Passionnante, déroutante, flippante, surprenante… la Bourgogne est complexe, on ne va pas vous dire le contraire. Côté cépage pourtant, c'est simple : pinot noir (et un petit peu de gamay) pour les rouges, chardonnay ou aligoté pour les blancs. Mais ce qui fait la particularité de la Bourgogne, ce sont ses minuscules terroirs : dès 1098, les moines se sont mis en tête de classifier les parcelles de vignes en fonction de leur emplacement, du sol, du sous-sol, de l'exposition, du micro-climat.

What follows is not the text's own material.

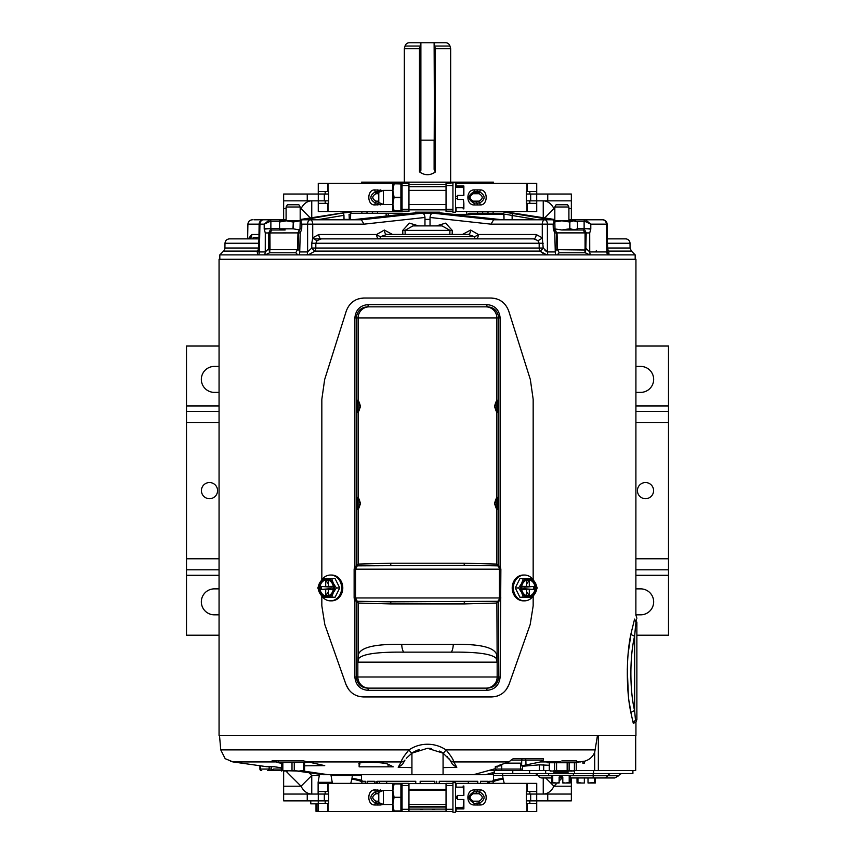 <?xml version="1.0" encoding="UTF-8"?>
<svg xmlns="http://www.w3.org/2000/svg" width="855" height="855" viewBox="0 0 855 855"><rect width="100%" height="100%" fill="white"/><g stroke="black" fill="none" stroke-linecap="round" stroke-linejoin="round"><path stroke-width="1.28" d="M420.884 42.75L420.884 170.284L420.51 42.75L420.339 46.052L405.046 46.052A4.446 4.446 0 0 1 409.342 42.75L445.658 42.75A4.446 4.446 0 0 1 449.954 46.052L450.66 48.682L435.323 48.682L435.323 172.026C430.012 175.638 424.732 175.596 419.484 171.876L419.484 48.682L404.34 48.682L404.34 182.158M450.66 48.682L450.66 182.158M405.046 46.052L404.34 48.682M420.339 46.052L419.484 48.682M434.49 42.75L434.49 45.144L434.49 42.75M434.49 140.177L434.116 42.75M435.323 172.026L434.116 169.365L434.49 45.144L435.323 48.682M420.884 170.284L419.484 171.876M434.116 169.365L434.116 140.177L420.51 140.177M607.371 239.518L607.659 248.025A4.446 3.954 90 0 0 608.824 251.092L631.396 251.092L635.18 254.876L635.18 259.268M224.908 248.025L258.467 248.025L258.563 243.248L224.993 243.248L224.908 248.025A4.446 4.446 0 0 1 223.604 251.092L219.821 254.876L635.18 254.876M219.821 254.876L219.821 259.268M259.118 224.16L247.897 224.16L247.64 238.876M248.239 238.876L251.84 234.505L258.894 234.505M258.605 248.025L258.467 248.025A4.446 3.709 -90 0 1 257.376 251.092L223.604 251.092M258.563 250.194A4.446 3.185 24.4 0 1 257.376 251.092L257.505 254.876M625.561 238.876L607.36 238.876L625.561 238.876A4.446 4.446 0 0 1 630.007 243.248L607.435 243.248M505.733 212.19L512.369 212.948M512.305 212.938L513.898 213.141L512.305 212.938M537.71 219.788L512.113 215.471A2.223 1.892 -81.8 0 1 514.261 213.29L514.005 213.258M513.449 213.184L512.776 213.098M506.812 212.403L506.149 212.329M258.809 249.788L259.118 224.138A4.446 4.446 0 0 1 263.564 219.788L286.094 219.788L263.564 219.788A4.446 3.623 90 0 0 259.952 224.16L259.354 251.947A4.446 3.623 -90 0 1 258.402 254.876M602.657 219.788L602.657 219.788A4.446 4.446 0 0 1 607.103 224.16L606.879 224.16A4.446 4.382 -90 0 0 602.508 219.788A4.446 3.858 -90 0 1 606.366 224.16L590.794 224.16L585.483 219.788L602.508 219.788M568.906 219.788L585.483 219.788A1.486 0.898 90 0 0 584.585 221.242L576.249 221.242M569.836 220.825L570.21 219.788L571.097 219.788A1.486 0.737 -90 0 0 570.392 220.825M253.903 219.788L268.876 219.788L253.903 219.788M258.841 237.391L253.166 237.391L253.166 238.876L258.809 238.876L229.439 238.876L248.677 238.876A4.446 3.174 90 0 0 251.84 234.505M258.563 243.248L258.873 240.533M301.697 229.247L300.223 232.945L299.72 251.947L307.608 251.947L307.597 224.16L301.868 224.16L301.697 229.247L299.998 228.777L301.323 228.509L300.02 228.488L300.191 221.819L301.868 224.16C300.629 221.669 300.768 220.205 302.285 219.788L310.194 219.788A4.446 2.533 90 0 1 312.727 224.16L312.727 237.829L318.829 234.505L376.627 234.505L384.323 230.059L392.498 234.43M449.848 234.43L449.933 230.348L442.11 225.902L412.89 225.902L405.067 230.348L405.152 234.43M436.349 225.902L445.605 223.144L452.252 230.401L402.748 230.401L409.395 223.144L418.651 225.902M361.409 219.788L363.995 224.16L307.597 224.16A4.446 2.586 -90 0 1 310.194 219.788L361.409 219.788L422.402 213.141L432.598 213.141L493.591 219.788L552.715 219.788L554.81 221.819L554.981 228.488L553.687 228.52L555.002 228.777L553.303 229.247L553.132 224.16L491.005 224.16L430.033 217.48L430.033 225.902M555.996 254.876A4.446 2.757 90 0 1 555.28 251.947L554.777 232.945L553.303 229.247M403.058 214.231L413.264 213.29M442.666 214.06L436.424 213.472M512.156 219.788L512.113 215.471L505.882 214.316L453.535 214.37M468.861 214.37L468.839 213.28L503.67 213.28L504.012 219.788L503.969 214.37M577.542 228.819L575.522 229.984L569.847 228.819L569.847 221.99L573.694 220.825L577.542 221.99L577.542 228.819L573.694 229.984L583.099 229.984L585.066 232.891L557.022 232.891L557.588 249.692L585.793 250.023L586.209 232.913L584.136 228.702A1.486 1.047 -90 0 1 583.099 229.984M554.745 229.984L557.022 232.891L556.487 232.913L556.894 248.645L557.428 248.623M549.68 219.788L554.82 219.788M554.82 219.553L513.898 213.141A4.446 3.644 97.1 0 1 513.941 213.141A4.446 3.644 97.1 0 0 513.941 213.141L554.82 219.532M590.794 228.52L590.773 229.247A4.446 0.545 -175.8 0 0 584.136 228.702L590.794 228.52L590.794 224.16L584.585 221.242M590.773 229.247L589.704 232.945L589.736 251.947L606.826 251.947L607.381 249.307M569.815 221.99L569.761 228.52L570.755 228.52M554.81 221.819L553.132 224.16C554.371 221.669 554.222 220.205 552.715 219.788M554.981 228.488L553.687 228.52M546.794 254.876L539.89 251.092A4.446 2.447 90 0 1 539.174 248.025L539.174 243.248L537.838 240.533A4.446 1.699 145.1 0 0 542.273 237.829L542.273 224.16A4.446 2.533 90 0 1 544.806 219.788A4.446 2.586 90 0 1 547.403 224.16L547.392 251.947L544.966 250.526M493.591 219.788L491.005 224.16M432.598 213.141A4.446 2.533 94.9 0 0 430.033 217.48M400.92 214.423L402.427 213.28L350.924 213.28L350.657 214.135L349.064 214.37L349.342 219.788M350.657 214.135L350.55 219.788M388.255 213.28L388.213 215.727L388.255 213.28M313.924 238.876L321.362 238.876L317.162 240.533L315.826 243.248L311.776 243.258L312.727 237.829A4.446 1.699 34.9 0 0 317.162 240.533M354.611 238.876L348.605 238.876M315.858 219.788L302.563 219.788M424.828 212.991L422.402 213.141A4.446 2.533 85.1 0 1 424.967 217.48L363.995 224.16M301.313 228.52L300.02 228.488M269.838 219.788A1.486 1.047 90 0 1 270.885 221.242L270.864 228.702A1.486 1.047 -90 0 0 271.901 229.984L269.934 232.891L270.02 249.692L297.412 249.692L298.106 248.655L297.978 232.891L299.1 230.412M271.901 229.984L285.132 229.984M302.072 219.788L305.321 219.788M258.563 250.344L259.354 251.947L265.264 251.947L265.296 232.945L264.227 229.247A4.446 0.545 175.8 0 1 270.864 228.702L268.791 232.913L268.769 248.645L269.913 248.623L269.688 252.759L265.328 254.876M279.478 228.52L264.206 228.52L264.206 224.16L259.118 224.138M264.227 229.247L264.206 228.52M270.415 221.242L264.206 224.16L269.517 219.788A1.486 0.898 90 0 1 270.415 221.242L279.478 221.242M300.18 219.532L341.06 213.141A4.446 3.644 82.9 0 1 341.06 213.141A4.446 3.644 82.9 0 1 341.102 213.141L300.18 219.553M361.227 219.788L352.581 219.788L401.765 214.359A2.223 1.154 -95.6 0 0 401.615 214.359L352.431 219.788M310.194 219.788L303.204 219.788M303.824 219.788L341.797 213.141A2.223 1.892 82 0 1 343.945 215.321L317.291 219.788M344.031 219.788L343.945 215.321M403.934 213.6L401.765 214.359L403.934 213.6C411.287 213.419 416.022 212.948 418.138 212.19L439.63 212.19C437.664 212.585 438.369 212.948 441.736 213.29A2.223 1.154 -85 0 1 441.885 213.29A2.223 1.154 -85 0 1 442.035 213.323M502.419 219.788L441.736 213.29M506.395 238.876L533.638 238.876A4.446 2.533 90 0 0 536.171 234.505L542.273 237.829L543.214 248.036L547.392 251.947L555.28 251.947L556.894 248.645L556.487 232.913L554.777 232.945M504.813 212.19L551.176 219.788M453.973 214.37A2.223 1.154 -84.4 0 0 453.887 214.359A2.223 1.154 -84.4 0 0 453.738 214.359L438.562 212.692M416.438 212.692L415.37 212.19L418.138 212.19M430.172 212.991L428.879 212.948M427.447 212.938L426.185 212.948M282.428 219.788L286.094 219.788L284.79 219.788L285.164 220.825M589.672 254.876L585.312 252.759L584.927 251.349M584.927 251.338L584.959 249.82M585.077 247.726L584.98 249.692L585.087 248.623L586.231 248.645L589.736 251.947A4.446 3.495 90 0 0 590.655 254.876M596.437 250.44L595.646 251.947M607.841 254.876A4.446 3.858 90 0 1 606.826 251.947L606.366 224.16L607.328 251.466A4.446 4.168 29.3 0 0 608.952 254.544L608.824 251.092A4.446 3.687 -17.8 0 1 607.552 249.724M585.087 248.623L585.066 232.891L589.704 232.945M584.98 249.692L585.312 252.759L559.223 252.759L557.588 249.692M306.924 254.876A4.446 2.586 -90 0 0 307.608 251.947L311.786 248.036A4.446 1.282 -131.6 0 0 315.11 251.092A4.446 2.447 90 0 0 315.826 248.025L315.826 243.248L543.224 243.258M537.838 240.533L533.638 238.876L321.362 238.876A4.446 2.533 90 0 1 318.829 234.505M384.323 230.059A4.446 2.533 90 0 0 386.855 234.43L380.539 236.653L474.461 236.653A4.446 1.582 90 0 0 475.829 238.876A4.446 2.533 90 0 0 478.373 234.505L536.171 234.505M474.461 236.653A4.446 1.486 151 0 0 478.373 234.505L470.678 230.059A4.446 2.533 90 0 1 468.145 234.43L474.461 236.653M468.059 234.43A4.446 2.533 90 0 0 470.603 230.059L470.678 230.059M386.941 234.43A4.446 2.533 90 0 1 384.397 230.059M424.967 225.902L424.967 217.48M379.171 238.876A4.446 2.533 90 0 1 376.627 234.505A4.446 1.486 29 0 0 380.539 236.653A4.446 1.582 -90 0 1 379.171 238.876M386.855 234.43L468.145 234.43M311.776 243.258L311.786 248.036L543.214 248.036A4.446 1.282 131.6 0 1 539.89 251.092L543.117 253.433M297.412 249.692L295.777 252.759L298.106 248.645L299.72 251.947A4.446 2.757 -90 0 1 299.004 254.876M297.572 248.623L297.978 232.891L265.296 232.945M264.345 254.876A4.446 3.495 -90 0 0 265.264 251.947L268.769 248.645L269.688 252.759L269.207 250.023L270.02 249.692M256.126 237.391L256.126 238.876M268.78 241.805L269.207 250.023M297.775 254.876L295.777 252.759L269.688 252.759L269.934 252.107M539.89 251.092L315.11 251.092L308.206 254.876M548.076 254.876A4.446 2.586 90 0 1 547.392 251.947M557.225 254.876L559.223 252.759L556.894 248.655M585.344 251.53L586.231 248.645M585.312 252.759L585.91 253.155M341.797 213.141L349.962 212.19L342.695 212.938M349.962 212.19L341.904 213.141M341.102 213.141C343.218 212.874 343.218 212.874 341.102 213.141L341.166 213.13M400.974 214.37L401.754 214.338M629.098 701.271L631.022 713.23A3.709 2.405 -10.9 0 1 634.645 710.794L635.457 719.942L633.277 723.266L635.489 722.454L633.277 723.266L631.022 713.23C626.095 691.492 626.106 655.272 631.022 633.576A3.709 2.405 10.9 0 0 634.645 636.013C629.654 656.234 629.622 690.466 634.645 710.794L634.645 636.013L636.002 621.777C636.686 615.504 636.686 615.504 636.002 621.777A2.223 2.031 0 0 1 636.868 623.38L636.868 719.568L635.938 722.015L635.938 735.685L219.062 735.685L219.062 259.268L635.938 259.268L635.874 615.205M628.233 652.974L631.022 633.576L634.581 619.095A3.709 3.484 18.2 0 0 636.002 621.777L636.27 619.33M627.281 668.781L628.318 694.688M636.622 719.6L635.457 719.942M636.868 645.707L636.868 623.38C636.868 616.615 636.868 616.615 636.868 623.38L636.868 622.087M634.656 635.853L635.372 627.72M636.868 719.568L636.868 701.1M633.277 723.266L633.95 721.267M645.504 482.541A8.08 8.08 0 0 0 637.424 490.62A8.08 8.08 0 0 0 645.504 498.7A8.08 8.08 0 0 0 653.583 490.62A8.08 8.08 0 0 0 645.504 482.541M209.496 482.541A8.08 8.08 0 0 0 201.417 490.62A8.08 8.08 0 0 0 209.496 498.7A8.08 8.08 0 0 0 217.576 490.62A8.08 8.08 0 0 0 209.496 482.541M328.705 794.049L283.646 794.049L283.646 771.092M328.705 800.868L283.646 800.868L283.646 794.049M493.004 780.433L493.217 783.372M504.236 783.372L503.2 779.055A13.648 2.576 170 0 0 493.068 781.662L489.488 781.662M526.295 794.049L571.354 794.049L571.354 786.215L553.955 786.215A18.543 13.103 -90 0 1 543.246 794.049L543.246 777.954M571.354 786.215L571.354 777.954M636.868 635.212L668.492 635.212L668.492 558.785L635.938 558.785M635.938 346.029L668.492 346.029L668.492 405.943L635.938 405.943M635.938 392.37L640.684 392.37A12.975 12.975 0 0 0 653.658 379.396A12.975 12.975 0 0 0 640.684 366.421L635.938 366.421M635.938 422.456L668.492 422.456L668.492 405.943M568.906 208.673L571.354 208.673L571.354 200.84L526.295 200.84M571.354 200.84L571.354 194.021L530.677 194.021L530.677 200.84M526.295 194.021L530.677 194.021M328.705 194.021L324.323 194.021L324.323 200.84L328.705 200.84M324.323 194.021L318.295 194.021L318.274 183.344L318.274 194.021L283.646 194.021L283.646 200.84L324.323 200.84M366.998 211.516L366.998 213.226L361.932 213.226L361.783 211.516M351.127 213.28L350.764 211.516M219.062 635.212L186.508 635.212L186.508 558.785L219.062 558.785M219.062 614.82L214.316 614.82A12.975 12.975 0 0 1 201.342 601.845A12.975 12.975 0 0 1 214.316 588.871L219.062 588.871M219.062 346.029L186.508 346.029L186.508 405.943L219.062 405.943M219.062 422.456L186.508 422.456L186.508 405.943M219.062 392.37L214.316 392.37A12.975 12.975 0 0 1 201.342 379.396A12.975 12.975 0 0 1 214.316 366.421L219.062 366.421M186.508 422.456L186.508 558.785M286.094 208.673L283.646 208.673L283.646 219.788M283.646 786.215L301.046 786.215A18.543 13.103 -90 0 0 311.754 794.049L311.754 775.506L301.046 786.215L285.933 771.092M350.764 783.372L352.004 778.349A13.648 2.073 8.2 0 1 361.601 780.316M352.004 778.349L352.335 775.506L361.43 775.506M361.996 780.433L361.783 783.372M351.8 779.055A13.648 2.576 10 0 1 361.932 781.662L365.513 781.662M283.646 208.673L283.646 200.84M311.754 217.544L311.754 200.84A18.543 13.103 -90 0 0 301.046 208.673L300.18 208.673M571.354 208.673L571.354 219.788M543.246 217.544L543.246 200.84A18.543 13.103 -90 0 1 553.955 208.673L544.817 217.801M503.2 779.055L502.997 778.349A13.648 2.073 171.8 0 0 493.399 780.316M502.997 778.349L502.665 775.506L493.57 775.506M493.217 211.516L493.068 213.226L488.002 213.28M503.798 213.622L504.236 211.516M477.614 213.28L477.464 211.516M466.435 211.516L467.065 214.37M477.464 213.28A13.648 2.576 -10 0 0 477.603 213.226L488.002 213.226L488.002 211.516M377.536 213.28A13.648 2.576 -170 0 1 377.397 213.226L377.536 211.516M377.386 213.28L372.331 213.226L372.331 211.516M668.492 422.456L668.492 558.785M635.938 614.82L640.684 614.82A12.975 12.975 0 0 0 653.658 601.845A12.975 12.975 0 0 0 640.684 588.871L635.938 588.871M526.295 800.868L571.354 800.868L571.354 794.049M547.745 794.049L547.745 800.868L547.745 794.049M502.943 779.097L502.836 778.371M493.399 780.433L496.851 780.433M372.331 213.28L366.998 213.28M352.057 779.097L352.164 778.371M361.601 780.433L358.149 780.433M536.726 211.516L536.726 200.84L536.726 211.516L455.533 211.516M536.726 183.344L536.726 194.021L536.726 183.344L455.533 183.344M452.936 183.344L452.936 185.567L446.043 185.567L446.043 183.344L455.533 182.639L455.533 212.222L452.936 212.222L452.936 185.567L452.936 211.516L446.043 211.516L446.043 185.567M446.043 211.516L446.043 209.293L452.936 209.293M529.833 203.362L529.833 200.84M529.833 194.021L529.833 191.499M529.79 191.499L529.79 194.021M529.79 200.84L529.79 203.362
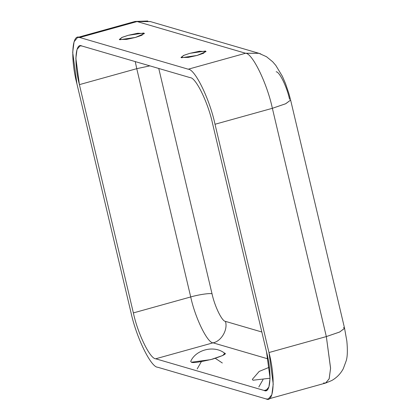 <?xml version="1.0" encoding="UTF-8"?>
<svg xmlns="http://www.w3.org/2000/svg" width="420" height="420" viewBox="0 0 420 420"><rect width="100%" height="100%" fill="white"/><g stroke="black" fill="none" stroke-linecap="round" stroke-linejoin="round"><path stroke-width="0.63" d="M135.482 37.432L144.454 33.537L137.771 33.248L128.205 35.312L122.252 37.296L119.296 39.485L126.625 39.386L135.482 37.432L119.758 39.732L121.684 37.538L128.205 35.312L143.929 33.012L142.002 35.207L135.482 37.432M197.122 55.445L206.099 51.55L199.411 51.261L189.851 53.324L183.892 55.309L180.941 57.498L188.265 57.398L197.122 55.445L181.403 57.745L183.325 55.55L189.851 53.324L205.569 51.025L203.648 53.219L197.122 55.445M190.701 361.342L191.352 362.224L210.73 359.635L222.852 355.472L224.726 353.299C214.547 344.92 195.925 349.477 190.701 361.342M269.346 367.238L259.187 371.427L252.341 379.355L252.998 380.237L270.055 378.221L252.998 380.237M276.161 71.778C279.552 71.715 286.918 86.851 289.553 99.304M158.76 68.465L212.037 293.837C214.672 306.29 222.038 321.426 225.43 321.363L261.833 332L225.43 321.363C222.038 321.426 214.672 306.29 212.037 293.837L158.76 68.465M147.835 21L135.098 21.451L137.093 21.551L79.742 37.506L188.234 69.206C195.017 69.08 209.748 99.351 215.019 124.257C209.748 99.351 195.017 69.08 188.234 69.206L79.742 37.506C71.888 33.101 70.345 58.621 76.939 83.911L130.904 312.186C136.174 337.092 150.906 367.369 157.689 367.238L266.18 398.942C274.034 403.347 275.578 377.827 268.984 352.538L215.019 124.257L268.984 352.538L326.335 336.578L272.37 108.302L215.019 124.257L272.37 108.302L326.335 336.578L339.575 332.057L344.589 328.356L290.624 100.076L285.616 103.777L272.37 108.302C267.099 83.396 252.368 53.125 245.584 53.251L137.093 21.551L134.957 21.488L77.606 37.448L79.742 37.506L137.093 21.551L150.266 21.551M81.742 45.959L190.234 77.663C195.888 77.553 208.163 102.785 212.557 123.538L266.516 351.813C272.013 372.892 270.727 394.159 264.18 390.485L155.689 358.785C150.04 358.89 137.76 333.664 133.371 312.911L79.406 84.63C73.91 63.557 75.196 42.289 81.742 45.959L79.963 45.911L77.023 49.497L75.868 58.322L79.406 84.63L133.371 312.911L190.717 296.951L136.757 68.675L79.406 84.63L136.757 68.675L190.717 296.951C198.608 294.635 210.331 292.919 212.037 293.837C210.331 292.919 198.608 294.635 190.717 296.951L133.371 312.911C137.76 333.664 150.04 358.89 155.689 358.785L213.04 342.83C207.386 342.935 195.111 317.709 190.717 296.951C195.111 317.709 207.386 342.935 213.04 342.83C221.324 341.329 228.139 329.522 225.43 321.363C228.139 329.522 221.324 341.329 213.04 342.83L155.689 358.785L264.18 390.485L267.466 389.571L264.18 390.485L265.965 390.537L268.9 386.951L270.055 378.121L266.516 351.813L212.557 123.538C208.163 102.785 195.888 77.553 190.234 77.663L81.742 45.959M149.861 65.867L136.757 68.675L135.245 61.593L136.757 68.675L149.861 65.867M268.028 358.895L213.04 342.83L268.028 358.895M224.228 353.078C227.504 353.504 223.671 355.509 212.735 359.095C199.883 362.124 192.759 363.169 191.352 362.224M268.317 399L325.668 383.045L329.191 378.74L330.582 368.151L326.335 336.578L268.984 352.538L273.231 384.106L271.845 394.695L268.317 399L266.18 398.942L157.689 367.238C150.906 367.369 136.174 337.092 130.904 312.186L76.939 83.911L72.697 52.343L74.083 41.748L77.606 37.448M258.972 53.314L260.815 53.933L258.757 53.251L245.584 53.251L258.972 53.314L150.481 21.614L137.093 21.551L245.584 53.251L188.234 69.206L245.584 53.251C252.368 53.125 267.099 83.396 272.37 108.302L285.763 103.714L290.624 100.076L288.897 93.602L285.542 83.659L282.382 76.325L275.814 65.41L272.664 61.756L266.516 56.732L259.046 53.356M343.513 327.579L344.568 328.288L339.722 331.989L326.335 336.578L330.577 368.382L329.123 378.94L325.516 383.082L323.531 382.988M197.179 368.944L201.364 361.641M215.323 358.339L222.332 362.995M258.82 386.951L263.009 379.654M325.663 383.045L331.769 380.52C336.704 377.717 340.536 373.795 343.266 368.744L346.269 360.612C347.487 356.506 347.681 349.997 346.846 341.082L344.568 328.346"/></g></svg>

Un casse-tête néanmoins utile et pertinent qui explique, qu'à quelques mètres près, les mêmes appellations ne produisent pas les mêmes vins… Alors forcément, dans le verre, on est souvent perdu. Pour apprivoiser la Bourgogne, il faut donc être patient, bien conseillé et tomber sur les bons domaines. Mais franchement, ça vaut le coup ! Ne focalisez pas forcément sur les 33 Grands Crus (situés principalement en Côte de Beaune et de Nuits, ils sont parfois hors de prix ou tout simplement introuvables), mais partez plutôt à la conquête des appellations moins guindées. On pense par exemple à Pernand-Vergelesses ou Saint-Aubin, aux terroirs de Vézelay ou Irancy, aux Maranges ou à Montagny ou encore Rully ou Saint-Véran. Vous serez agréablement surpris, notamment par le rapport qualité-prix.